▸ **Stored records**
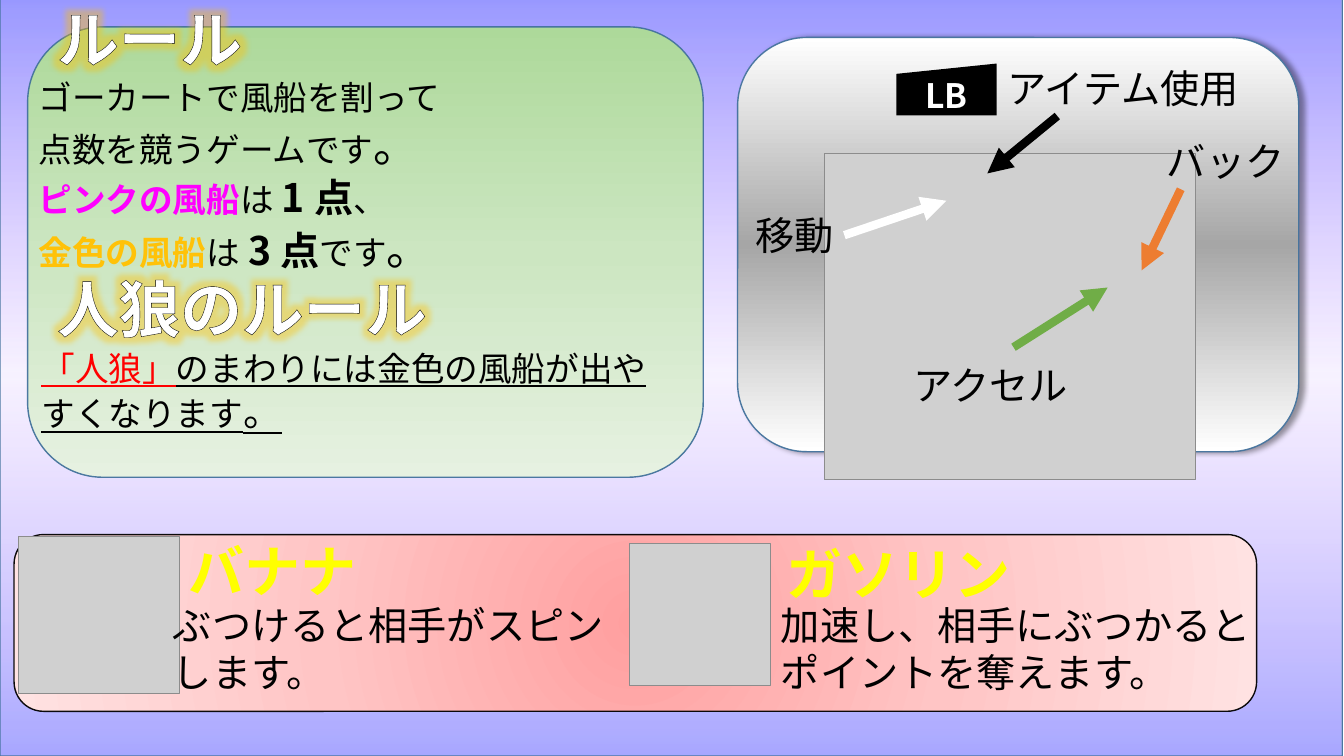
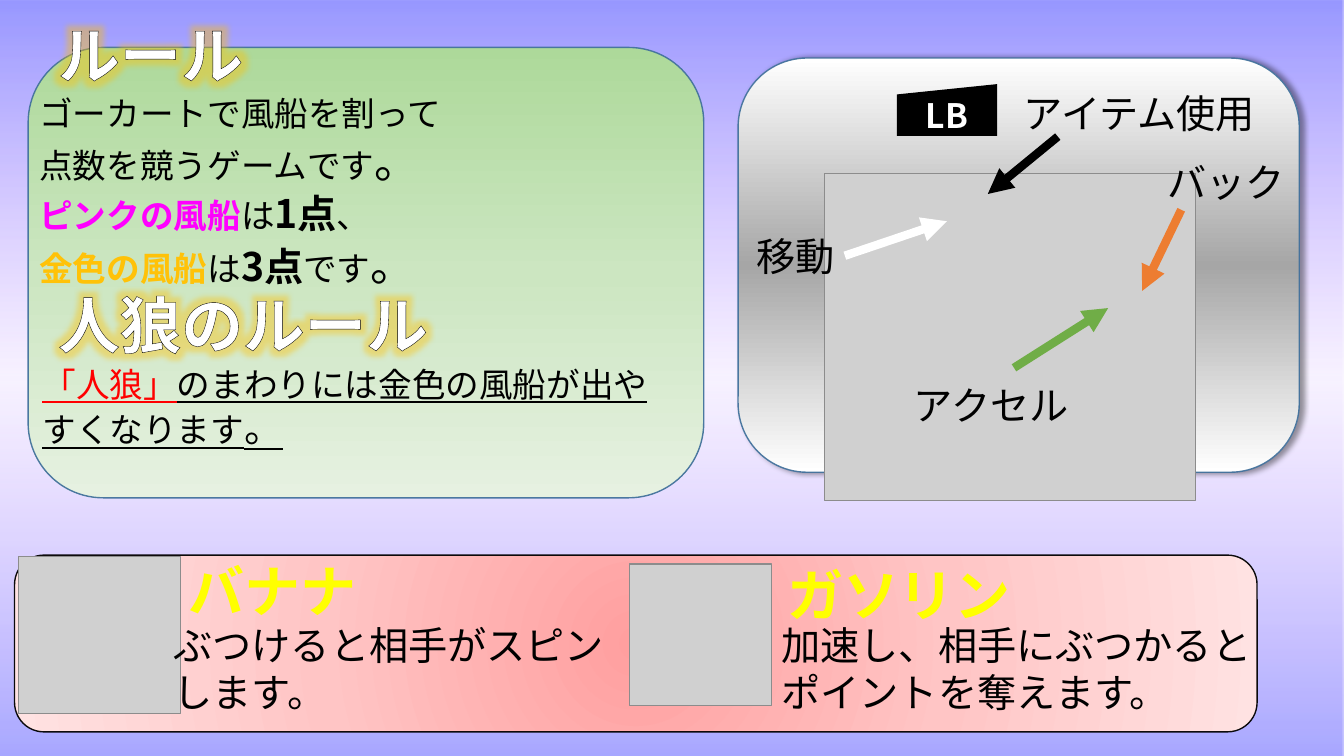
Before and after one commit to MizukiKato0416/sotsugyou_time_kato, a slide deck: slide 1 of PSD/操作説明(人狼).pptx. Drawn at 1344x756 pixels with LibreOffice and Linux fonts; fonts in the diff are those of the drawing; grey boxes stand for pictures. Boxes give left, top, right and bottom in pixels: in the first picture for what was removed or moved away, otherwise in the second. Text is boxed around its words. In the diff, an @@ line names an element or a change of style, - is before the commit and + after.

```diff
--- a/PSD/操作説明(人狼).pptx
+++ b/PSD/操作説明(人狼).pptx
@@ rectangle at (0,0,1344,756): outline #43739E 1 pt to none @@
@@ text "アイテム使用": place and size @@
-text "アイテム使用" at (1008,70,1239,114)
+text "アイテム使用" at (1024,95,1255,139)
@@ 7 texts, 4 arrows, 3 pictures, 3 rounded rectangles, 1 flow chart manual input: place and size @@
-7 texts, 4 arrows, 3 pictures, 3 rounded rectangles, 1 flow chart manual input at (14,27,1300,711)
+7 texts, 4 arrows, 3 pictures, 3 rounded rectangles, 1 flow chart manual input at (14,47,1300,732)
@@ 5 texts: place and size @@
-5 texts at (38,0,646,434)
+5 texts at (39,15,647,450)
```
Also in this commit, not shown: 1 other file.
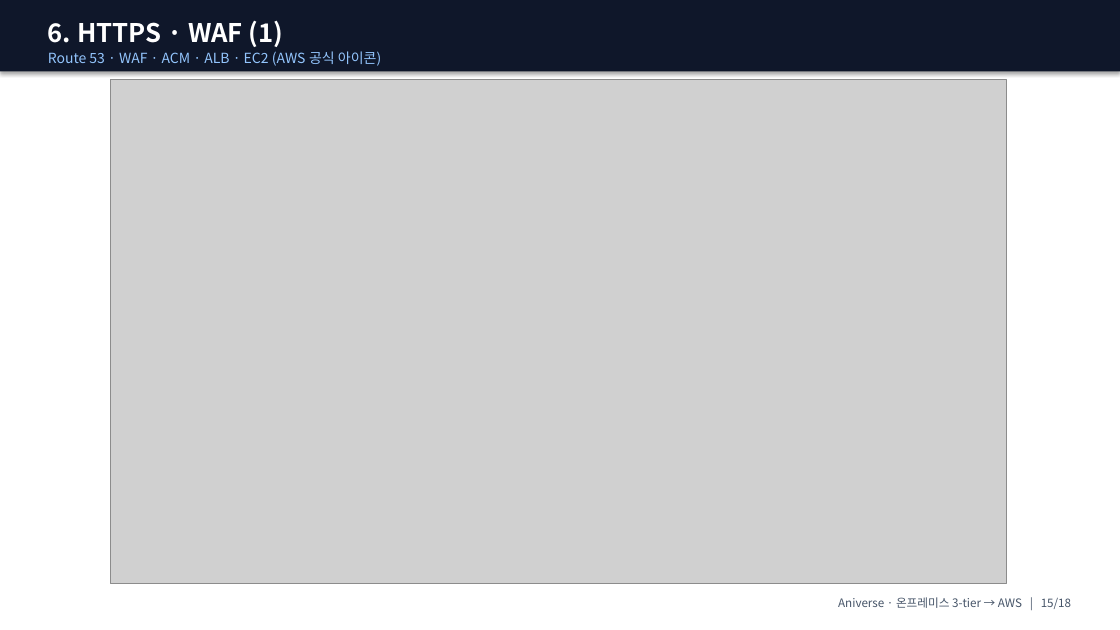
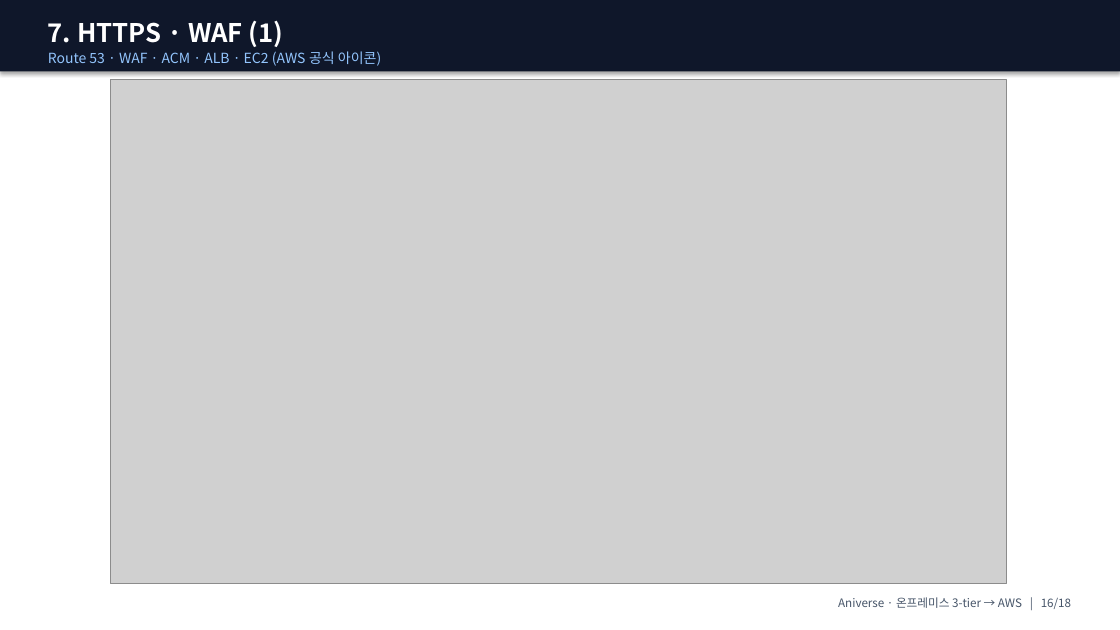
Before and after one commit to ho0215/anime-project-infra, a slide deck: slide 16 of docs/presentation/ppt/Aniverse_발표_강사용.pptx (slide 15 before the commit). Drawn at 1120x630 pixels with LibreOffice and Linux fonts; fonts in the diff are those of the drawing; grey boxes stand for pictures. Boxes give left, top, right and bottom in pixels: in the first picture for what was removed or moved away, otherwise in the second. Text is boxed around its words. In the diff, an @@ line names an element or a change of style, - is before the commit and + after.

```diff
--- a/docs/presentation/ppt/Aniverse_발표_강사용.pptx
+++ b/docs/presentation/ppt/Aniverse_발표_강사용.pptx
@@ text at [48,20,284,47]: text changed @@
-6. HTTPS · WAF (1)
+7. HTTPS · WAF (1)
```
Also in this commit, not shown: 12 other slides changed, 7 other files.

▸ **WORK TO BE COMPLETED**
Only the lines that hold the word "Also" are wanted; each should be pulled from the records.

▸ **EXPECTED OUTPUT**
Also in this commit, not shown: 1 other file.
Also in this commit, not shown: 12 other slides changed, 7 other files.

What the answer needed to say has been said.